晁天王很是恼火,断定是个阴谋:挖好陷阱,杀了阿黄,诱骗他去后山,趁机杀掉他,结果她妇人中了招……
晁天王交代吴军师严查,梁山成立专案组,吴用任组长,组员有我、武松、鲁智深……
查了整整月,提审囚犯五百人次,走访现场三百次,当庭打死嫌疑犯一百人。
未破,此是悬案!
【129。】
梁山召集众头领开会。
朱仝大腹便便,翘着二郎腿,唾沫横飞,他和晁天王是老乡,对宋大哥有恩,是两位头领眼前的红人,谋了个登云县县令的肥差,混的有模有样。这厮靠在椅子上大骂世风日下,他讲一故事,他们县一老头,平常慈眉善目,诵经拜佛,虔诚的很,是方圆几十里有名的大善人,前几天竟把亲生女儿煮了吃了……这厮一边拍桌子一边叹息,亲生女儿啊,活生生的人啊……哎!知人知面不知心啊……这个老畜生……
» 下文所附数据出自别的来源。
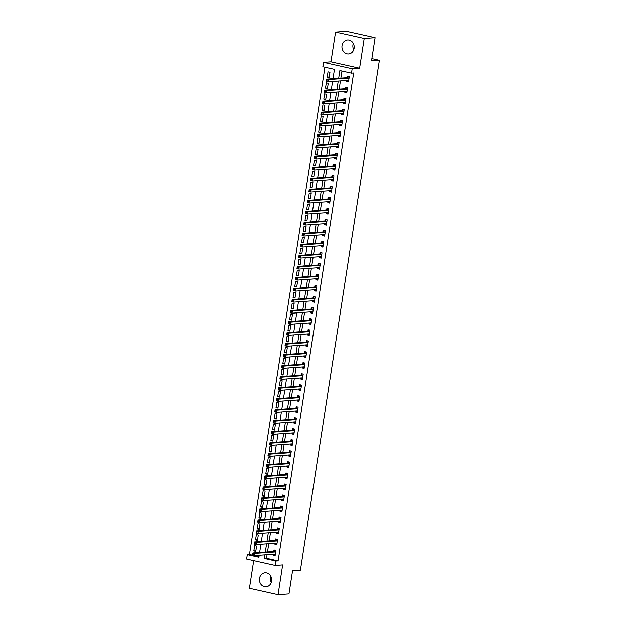 <?xml version="1.0" encoding="UTF-8"?>
<svg xmlns="http://www.w3.org/2000/svg" width="626" height="626" viewBox="0 0 626 626"><rect width="100%" height="100%" fill="white"/><g stroke="black" fill="none" stroke-linecap="round" stroke-linejoin="round"><path stroke-width="0.94" d="M353.737 49.712A7.011 6.127 86 0 1 352.939 44.829A7.011 6.127 86 0 1 353.299 43.413M342.023 45.596A7.011 6.127 -94 0 0 348.557 53.938A7.011 6.127 -94 0 0 354.097 48.296A7.011 6.127 -94 0 0 347.571 39.954A7.011 6.127 -94 0 0 342.023 45.596M271.246 582.587A7.011 6.127 86 0 1 270.44 577.704A7.011 6.127 86 0 1 270.8 576.288M259.532 578.479A7.011 6.127 -94 0 0 266.058 586.82A7.011 6.127 -94 0 0 271.606 581.171A7.011 6.127 -94 0 0 265.072 572.829A7.011 6.127 -94 0 0 259.532 578.479M333.009 78.68L334.456 69.337L322.844 66.747L323.532 62.342L352.164 68.735L351.476 73.14L339.871 70.55L338.674 78.281M330.951 61.817L359.582 68.211L364.183 38.46L375.099 37.693L346.468 31.3L335.552 32.067L330.951 61.817L323.532 62.342M253.726 560.661L249.445 588.307L278.077 594.7L282.678 564.949L275.26 565.474L246.628 559.081L247.309 554.667L258.921 557.265L259.227 555.278M324.933 67.217L249.492 554.519L247.309 554.667M364.183 38.46L335.552 32.067M375.099 37.693L371.515 60.832L379.372 60.284L300.425 570.239L292.569 570.795L288.985 593.933L278.077 594.7M249.492 554.519L259.015 556.639M255.791 551.365L256.605 546.075L254.672 545.637L253.851 550.927L255.791 551.365M257.497 540.34L258.311 535.05L256.378 534.62L255.557 539.909L257.497 540.34M259.203 529.322L260.017 524.032L258.084 523.602L257.263 528.892L259.203 529.322M260.909 518.305L261.723 513.015L259.79 512.584L258.968 517.874L260.909 518.305M262.615 507.287L263.429 501.997L261.496 501.567L260.674 506.857L262.615 507.287M264.313 496.269L265.134 490.98L263.202 490.549L262.38 495.831L264.313 496.269M266.019 485.244L266.84 479.962L264.908 479.524L264.086 484.814L266.019 485.244M267.725 474.226L268.546 468.937L266.613 468.506L265.792 473.796L267.725 474.226M269.43 463.209L270.252 457.919L268.319 457.489L267.498 462.778L269.43 463.209M271.136 452.191L271.958 446.901L270.025 446.471L269.203 451.761L271.136 452.191M272.842 441.173L273.664 435.884L271.731 435.453L270.909 440.743L272.842 441.173M274.548 430.156L275.37 424.866L273.437 424.428L272.615 429.718L274.548 430.156M276.254 419.13L277.075 413.849L275.143 413.41L274.321 418.7L276.254 419.13M277.96 408.113L278.781 402.823L276.849 402.393L276.027 407.683L277.96 408.113M279.665 397.095L280.487 391.806L278.554 391.375L277.733 396.665L279.665 397.095M281.371 386.078L282.193 380.788L280.26 380.358L279.439 385.647L281.371 386.078M283.077 375.06L283.899 369.77L281.966 369.34L281.144 374.63L283.077 375.06M284.783 364.042L285.605 358.753L283.672 358.315L282.85 363.604L284.783 364.042M286.489 353.017L287.311 347.727L285.378 347.297L284.556 352.587L286.489 353.017M288.195 341.999L289.016 336.71L287.084 336.279L286.262 341.569L288.195 341.999M289.901 330.982L290.722 325.692L288.789 325.262L287.968 330.551L289.901 330.982M291.606 319.964L292.428 314.675L290.495 314.244L289.674 319.534L291.606 319.964M293.312 308.947L294.134 303.657L292.201 303.227L291.38 308.508L293.312 308.947M295.018 297.921L295.84 292.639L293.907 292.201L293.085 297.491L295.018 297.921M296.724 286.904L297.546 281.614L295.613 281.184L294.791 286.473L296.724 286.904M298.43 275.886L299.251 270.596L297.319 270.166L296.497 275.456L298.43 275.886M300.136 264.868L300.957 259.579L299.025 259.148L298.203 264.438L300.136 264.868M301.842 253.851L302.663 248.561L300.73 248.131L299.909 253.42L301.842 253.851M303.547 242.833L304.369 237.544L302.436 237.105L301.615 242.395L303.547 242.833M305.253 231.808L306.075 226.518L304.142 226.088L303.32 231.377L305.253 231.808M306.959 220.79L307.781 215.5L305.848 215.07L305.026 220.36L306.959 220.79M308.665 209.773L309.487 204.483L307.554 204.053L306.732 209.342L308.665 209.773M310.371 198.755L311.192 193.465L309.26 193.035L308.438 198.325L310.371 198.755M312.077 187.737L312.898 182.448L310.965 182.017L310.144 187.299L312.077 187.737M313.782 176.72L314.604 171.43L312.671 170.992L311.85 176.282L313.782 176.72M315.488 165.694L316.31 160.405L314.377 159.974L313.556 165.264L315.488 165.694M317.194 154.677L318.016 149.387L316.083 148.957L315.261 154.246L317.194 154.677M318.9 143.659L319.722 138.369L317.789 137.939L316.967 143.229L318.9 143.659M320.606 132.642L321.428 127.352L319.495 126.921L318.673 132.211L320.606 132.642M322.312 121.624L323.133 116.334L321.201 115.896L320.379 121.186L322.312 121.624M324.018 110.599L324.839 105.317L322.906 104.878L322.085 110.168L324.018 110.599M325.723 99.581L326.545 94.291L324.612 93.861L323.791 99.151L325.723 99.581M327.429 88.563L328.251 83.274L326.318 82.843L325.497 88.133L327.429 88.563M329.135 77.546L329.957 72.256L328.024 71.826L327.202 77.115L329.135 77.546M267.075 554.722L266.519 558.322L278.124 560.912L353.659 72.992L351.476 73.14M341.96 71.02L340.857 78.125M340.427 80.903L339.151 89.15M338.721 91.928L337.445 100.168M337.015 102.946L335.739 111.185M335.309 113.963L334.034 122.203M333.603 124.981L332.328 133.221M331.897 135.999L330.622 144.238M330.192 147.024L328.916 155.264M328.486 158.042L327.21 166.281M326.78 169.059L325.504 177.299M325.074 180.077L323.798 188.316M323.368 191.094L322.093 199.334M321.662 202.112L320.387 210.359M319.956 213.137L318.681 221.377M318.251 224.155L316.975 232.395M316.545 235.173L315.269 243.412M314.839 246.19L313.563 254.43M313.133 257.208L311.858 265.447M311.427 268.225L310.152 276.473M309.721 279.251L308.446 287.49M308.015 290.268L306.74 298.508M306.31 301.286L305.034 309.526M304.604 312.304L303.328 320.543M302.898 323.321L301.622 331.561M301.192 334.347L299.917 342.586M299.486 345.364L298.211 353.604M297.78 356.382L296.505 364.622M296.075 367.399L294.799 375.639M294.369 378.417L293.093 386.657M292.663 389.435L291.387 397.682M290.957 400.46L289.681 408.7M289.251 411.478L287.976 419.717M287.545 422.495L286.27 430.735M285.839 433.513L284.564 441.753M284.134 444.53L282.858 452.77M282.428 455.548L281.152 463.796M280.722 466.573L279.446 474.813M279.016 477.591L277.741 485.831M277.31 488.609L276.035 496.848M275.604 499.626L274.329 507.866M273.898 510.644L272.623 518.891M272.193 521.669L270.917 529.909M270.487 532.687L269.211 540.927M268.781 543.704L267.505 551.944M273.351 554.284L273.202 555.246L275.135 555.685L275.949 550.395L274.016 549.957L273.797 551.396M275.057 543.258L274.908 544.229L276.841 544.659L277.654 539.377L275.722 538.939L275.503 540.379M276.762 532.241L276.614 533.211L278.547 533.642L279.36 528.352L277.428 527.921L277.208 529.353M278.468 521.223L278.32 522.194L280.252 522.624L281.066 517.334L279.133 516.904L278.914 518.336M280.174 510.206L280.025 511.176L281.958 511.606L282.772 506.317L280.839 505.886L280.62 507.318M281.88 499.188L281.731 500.158L283.664 500.589L284.478 495.299L282.545 494.869L282.326 496.301M283.586 488.17L283.437 489.133L285.37 489.571L286.184 484.281L284.251 483.843L284.032 485.283M285.292 477.145L285.143 478.115L287.076 478.546L287.89 473.256L285.957 472.826L285.738 474.258M286.998 466.127L286.849 467.098L288.782 467.528L289.595 462.238L287.663 461.808L287.444 463.24M288.703 455.11L288.555 456.08L290.487 456.51L291.301 451.221L289.368 450.79L289.149 452.222M290.409 444.092L290.261 445.063L292.193 445.493L293.007 440.203L291.074 439.773L290.855 441.205M292.115 433.075L291.966 434.037L293.899 434.475L294.713 429.186L292.78 428.755L292.561 430.187M293.821 422.057L293.672 423.019L295.605 423.45L296.419 418.168L294.486 417.73L294.267 419.17M295.527 411.032L295.378 412.002L297.311 412.432L298.125 407.143L296.192 406.712L295.973 408.144M297.233 400.014L297.084 400.984L299.017 401.415L299.831 396.125L297.898 395.695L297.679 397.127M298.938 388.996L298.79 389.967L300.723 390.397L301.536 385.107L299.604 384.677L299.385 386.109M300.644 377.979L300.496 378.949L302.428 379.379L303.242 374.09L301.309 373.659L301.09 375.091M302.35 366.961L302.194 367.924L304.134 368.362L304.948 363.072L303.015 362.634L302.796 364.074M304.056 355.936L303.9 356.906L305.84 357.336L306.654 352.047L304.721 351.616L304.502 353.056M305.762 344.918L305.605 345.888L307.546 346.319L308.36 341.029L306.427 340.599L306.208 342.031M307.468 333.901L307.311 334.871L309.252 335.301L310.066 330.012L308.133 329.581L307.914 331.013M309.174 322.883L309.017 323.853L310.958 324.284L311.771 318.994L309.839 318.564L309.62 319.996M310.879 311.865L310.723 312.828L312.664 313.266L313.477 307.976L311.545 307.546L311.325 308.978M312.585 300.848L312.429 301.81L314.369 302.248L315.183 296.959L313.25 296.521L313.031 297.96M314.291 289.822L314.135 290.793L316.075 291.223L316.889 285.933L314.956 285.503L314.737 286.935M315.997 278.805L315.84 279.775L317.781 280.205L318.595 274.916L316.662 274.485L316.443 275.917M317.703 267.787L317.546 268.757L319.487 269.188L320.301 263.898L318.368 263.468L318.149 264.9M319.409 256.77L319.252 257.74L321.193 258.17L322.007 252.881L320.074 252.45L319.855 253.882M321.115 245.752L320.958 246.714L322.899 247.153L323.712 241.863L321.78 241.425L321.561 242.865M322.82 234.727L322.664 235.697L324.604 236.127L325.418 230.845L323.485 230.407L323.266 231.847M324.526 223.709L324.37 224.679L326.31 225.11L327.124 219.82L325.191 219.39L324.972 220.821M326.232 212.691L326.076 213.662L328.016 214.092L328.83 208.802L326.897 208.372L326.678 209.804M327.938 201.674L327.781 202.644L329.722 203.074L330.536 197.785L328.603 197.354L328.384 198.786M329.644 190.656L329.487 191.626L331.428 192.057L332.242 186.767L330.309 186.337L330.09 187.769M331.35 179.639L331.193 180.601L333.134 181.039L333.948 175.749L332.015 175.311L331.796 176.751M333.055 168.613L332.899 169.583L334.84 170.014L335.653 164.724L333.721 164.294L333.501 165.733M334.761 157.595L334.605 158.566L336.545 158.996L337.359 153.706L335.426 153.276L335.207 154.708M336.467 146.578L336.311 147.548L338.251 147.979L339.065 142.689L337.132 142.258L336.913 143.69M338.173 135.56L338.017 136.531L339.957 136.961L340.771 131.671L338.838 131.241L338.619 132.673M339.879 124.543L339.722 125.505L341.663 125.943L342.477 120.654L340.544 120.223L340.325 121.655M341.585 113.525L341.428 114.488L343.369 114.918L344.183 109.636L342.25 109.198L342.031 110.638M343.291 102.5L343.134 103.47L345.075 103.9L345.888 98.611L343.956 98.18L343.737 99.612M344.996 91.482L344.84 92.452L346.781 92.883L347.594 87.593L345.662 87.163L345.442 88.595M346.702 80.464L346.546 81.435L348.486 81.865L349.3 76.575L347.367 76.145L347.148 77.577M379.372 60.284L371.86 58.601M359.582 68.211L352.164 68.735M278.124 560.912L275.941 561.06L275.26 565.474M259.657 552.5L260.932 544.26M261.363 541.474L262.638 533.235M263.069 530.457L264.344 522.217M264.775 519.439L266.05 511.199M266.48 508.422L267.756 500.182M268.186 497.404L269.462 489.164M269.892 486.386L271.168 478.139M271.598 475.361L272.873 467.121M273.304 464.343L274.579 456.104M275.01 453.326L276.285 445.086M276.715 442.308L277.991 434.068M278.421 431.291L279.697 423.051M280.127 420.273L281.403 412.025M281.833 409.248L283.108 401.008M283.539 398.23L284.814 389.99M285.245 387.212L286.52 378.973M286.951 376.195L288.226 367.955M288.656 365.177L289.932 356.93M290.362 354.152L291.638 345.912M292.068 343.134L293.344 334.894M293.774 332.116L295.049 323.877M295.48 321.099L296.755 312.859M297.186 310.081L298.461 301.842M298.892 299.064L300.167 290.816M300.597 288.038L301.873 279.799M302.303 277.021L303.579 268.781M304.009 266.003L305.285 257.763M305.715 254.985L306.99 246.746M307.421 243.968L308.696 235.728M309.127 232.942L310.402 224.703M310.832 221.925L312.108 213.685M312.538 210.907L313.814 202.667M314.244 199.89L315.52 191.65M315.95 188.872L317.225 180.632M317.656 177.854L318.931 169.607M319.362 166.829L320.637 158.589M321.068 155.811L322.343 147.572M322.773 144.794L324.049 136.554M324.479 133.776L325.755 125.536M326.185 122.759L327.461 114.519M327.891 111.741L329.166 103.493M329.597 100.716L330.872 92.476M331.303 89.698L332.578 81.458M264.892 554.879L264.336 558.47L275.941 561.06M338.243 81.059L336.968 89.299M336.538 92.077L335.262 100.316M334.832 103.094L333.556 111.342M333.126 114.12L331.85 122.36M331.42 125.137L330.145 133.377M329.714 136.155L328.439 144.395M328.008 147.173L326.733 155.412M326.303 158.19L325.027 166.43M324.597 169.208L323.321 177.455M322.891 180.233L321.615 188.473M321.185 191.251L319.909 199.491M319.479 202.268L318.204 210.508M317.773 213.286L316.498 221.526M316.067 224.304L314.792 232.551M314.362 235.329L313.086 243.569M312.656 246.347L311.38 254.586M310.95 257.364L309.674 265.604M309.244 268.382L307.969 276.622M307.538 279.399L306.263 287.639M305.832 290.417L304.557 298.665M304.126 301.442L302.851 309.682M302.421 312.46L301.145 320.7M300.715 323.478L299.439 331.717M299.009 334.495L297.733 342.735M297.303 345.513L296.028 353.753M295.597 356.538L294.322 364.778M293.891 367.556L292.616 375.796M292.185 378.574L290.91 386.813M290.48 389.591L289.204 397.831M288.774 400.609L287.498 408.848M287.068 411.626L285.792 419.874M285.362 422.652L284.087 430.891M283.656 433.669L282.381 441.909M281.95 444.687L280.675 452.927M280.245 455.705L278.969 463.944M278.539 466.722L277.263 474.962M276.833 477.74L275.557 485.987M275.127 488.765L273.852 497.005M273.421 499.783L272.146 508.022M271.715 510.8L270.44 519.04M270.009 521.818L268.734 530.058M268.304 532.836L267.028 541.083M266.598 543.861L265.322 552.101M266.519 558.322L264.336 558.47M275.221 555.106L273.202 555.246M255.877 550.786L253.851 550.927M329.229 76.975L327.202 77.115M327.523 87.992L325.497 88.133M325.817 99.01L323.791 99.151M324.111 110.027L322.085 110.168M322.406 121.045L320.379 121.186M320.7 132.063L318.673 132.211M318.994 143.088L316.967 143.229M317.288 154.106L315.261 154.246M315.582 165.123L313.556 165.264M313.876 176.141L311.85 176.282M312.171 187.158L310.144 187.299M310.465 198.176L308.438 198.325M308.759 209.201L306.732 209.342M307.053 220.219L305.026 220.36M305.347 231.237L303.32 231.377M303.641 242.254L301.615 242.395M301.935 253.272L299.909 253.42M300.23 264.297L298.203 264.438M298.524 275.315L296.497 275.456M296.818 286.332L294.791 286.473M295.112 297.35L293.085 297.491M293.406 308.368L291.38 308.508M291.7 319.385L289.674 319.534M289.995 330.411L287.968 330.551M288.289 341.428L286.262 341.569M286.583 352.446L284.556 352.587M284.877 363.463L282.85 363.604M283.171 374.481L281.144 374.63M281.465 385.499L279.439 385.647M279.759 396.524L277.733 396.665M278.054 407.542L276.027 407.683M276.348 418.559L274.321 418.7M274.642 429.577L272.615 429.718M272.936 440.594L270.909 440.743M271.23 451.62L269.203 451.761M269.524 462.637L267.498 462.778M267.818 473.655L265.792 473.796M266.113 484.673L264.086 484.814M264.407 495.69L262.38 495.831M262.701 506.708L260.674 506.857M260.995 517.733L258.968 517.874M259.289 528.751L257.263 528.892M257.583 539.768L255.557 539.909M276.927 544.088L274.908 544.229M278.633 533.07L276.614 533.211M280.338 522.053L278.32 522.194M282.044 511.027L280.025 511.176M283.75 500.01L281.731 500.158M285.456 488.992L283.437 489.133M287.162 477.974L285.143 478.115M288.868 466.957L286.849 467.098M290.574 455.939L288.555 456.08M292.279 444.914L290.261 445.063M293.985 433.896L291.966 434.037M295.691 422.879L293.672 423.019M297.397 411.861L295.378 412.002M299.103 400.843L297.084 400.984M300.809 389.826L298.79 389.967M302.514 378.8L300.496 378.949M304.22 367.783L302.194 367.924M305.926 356.765L303.9 356.906M307.632 345.748L305.605 345.888M309.338 334.73L307.311 334.871M311.044 323.705L309.017 323.853M312.75 312.687L310.723 312.828M314.455 301.669L312.429 301.81M316.161 290.652L314.135 290.793M317.867 279.634L315.84 279.775M319.573 268.617L317.546 268.757M321.279 257.591L319.252 257.74M322.985 246.574L320.958 246.714M324.691 235.556L322.664 235.697M326.396 224.538L324.37 224.679M328.102 213.521L326.076 213.662M329.808 202.495L327.781 202.644M331.514 191.478L329.487 191.626M333.22 180.46L331.193 180.601M334.926 169.443L332.899 169.583M336.631 158.425L334.605 158.566M338.337 147.407L336.311 147.548M340.043 136.382L338.017 136.531M341.749 125.364L339.722 125.505M343.455 114.347L341.428 114.488M345.161 103.329L343.134 103.47M346.867 92.312L344.84 92.452M348.572 81.294L346.546 81.435M273.922 554.245L275.252 554.894M275.503 550.293L275.941 550.489M253.647 553.971L252.873 553.799L252.732 554.683L253.507 554.855L253.647 553.971L254.899 553.4L254.555 555.606L252.622 555.176L252.959 552.969L254.899 553.4L275.495 551.952A0.9 0.423 102.6 0 0 275.667 551.874L275.73 551.827M275.354 554.245L275.307 554.206A0.9 0.423 102.6 0 0 275.213 554.159A0.9 0.423 102.6 0 0 275.15 554.151L254.555 555.606L253.507 554.855M252.873 553.799L252.959 552.969L273.562 551.522A0.9 0.423 102.6 0 0 273.734 551.443L275.174 550.317M252.732 554.683L252.622 555.176M275.628 543.219L276.958 543.877M277.208 539.276L277.647 539.463M255.353 542.953L254.579 542.781L254.438 543.665L255.212 543.837L255.353 542.953L256.605 542.382L256.261 544.589L254.328 544.15L254.665 541.952L256.605 542.382L277.201 540.934A0.9 0.423 102.6 0 0 277.373 540.856L277.435 540.809M277.06 543.227L277.013 543.188A0.9 0.423 102.6 0 0 276.919 543.141A0.9 0.423 102.6 0 0 276.856 543.133L256.261 544.589L255.212 543.837M254.579 542.781L254.665 541.952L275.268 540.496A0.9 0.423 102.6 0 0 275.44 540.426L276.88 539.299M254.438 543.665L254.328 544.15M277.334 532.202L278.664 532.859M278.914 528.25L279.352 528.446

吃人这事,兄弟们也常干,但吃自己的亲人,估计没人能下得去嘴……我也纳闷,世道怎至于如此……
郑天寿,在奉化县当都头,也讲了个稀罕事,他们县有几个大庄,村民们得了怪病,不老老实实在家吃饭,跑外面吃野菜树皮,官路两边全给啃的光溜溜的,树叶一片不留,他家那梧桐树,一觉醒来只剩白杆了,他派官吏打死几个,还是禁不住……这厮瞪着茫然的大眼睛问:树皮真有那么好吃吗?
朱富很在行的说,萝卜白菜各有所爱,贱民们喜欢吃就让他们吃去呗,李云给出主意,说跟贱民们不能讲道理,得往死里治,给打上农药药死几个就没人敢吃了……
会上各头领做工作汇报,内容大同小异,头领是无比英明的,下属是绝对忠诚的,百姓是十分满意的,成绩是有目共睹的,错误是丁点没有的……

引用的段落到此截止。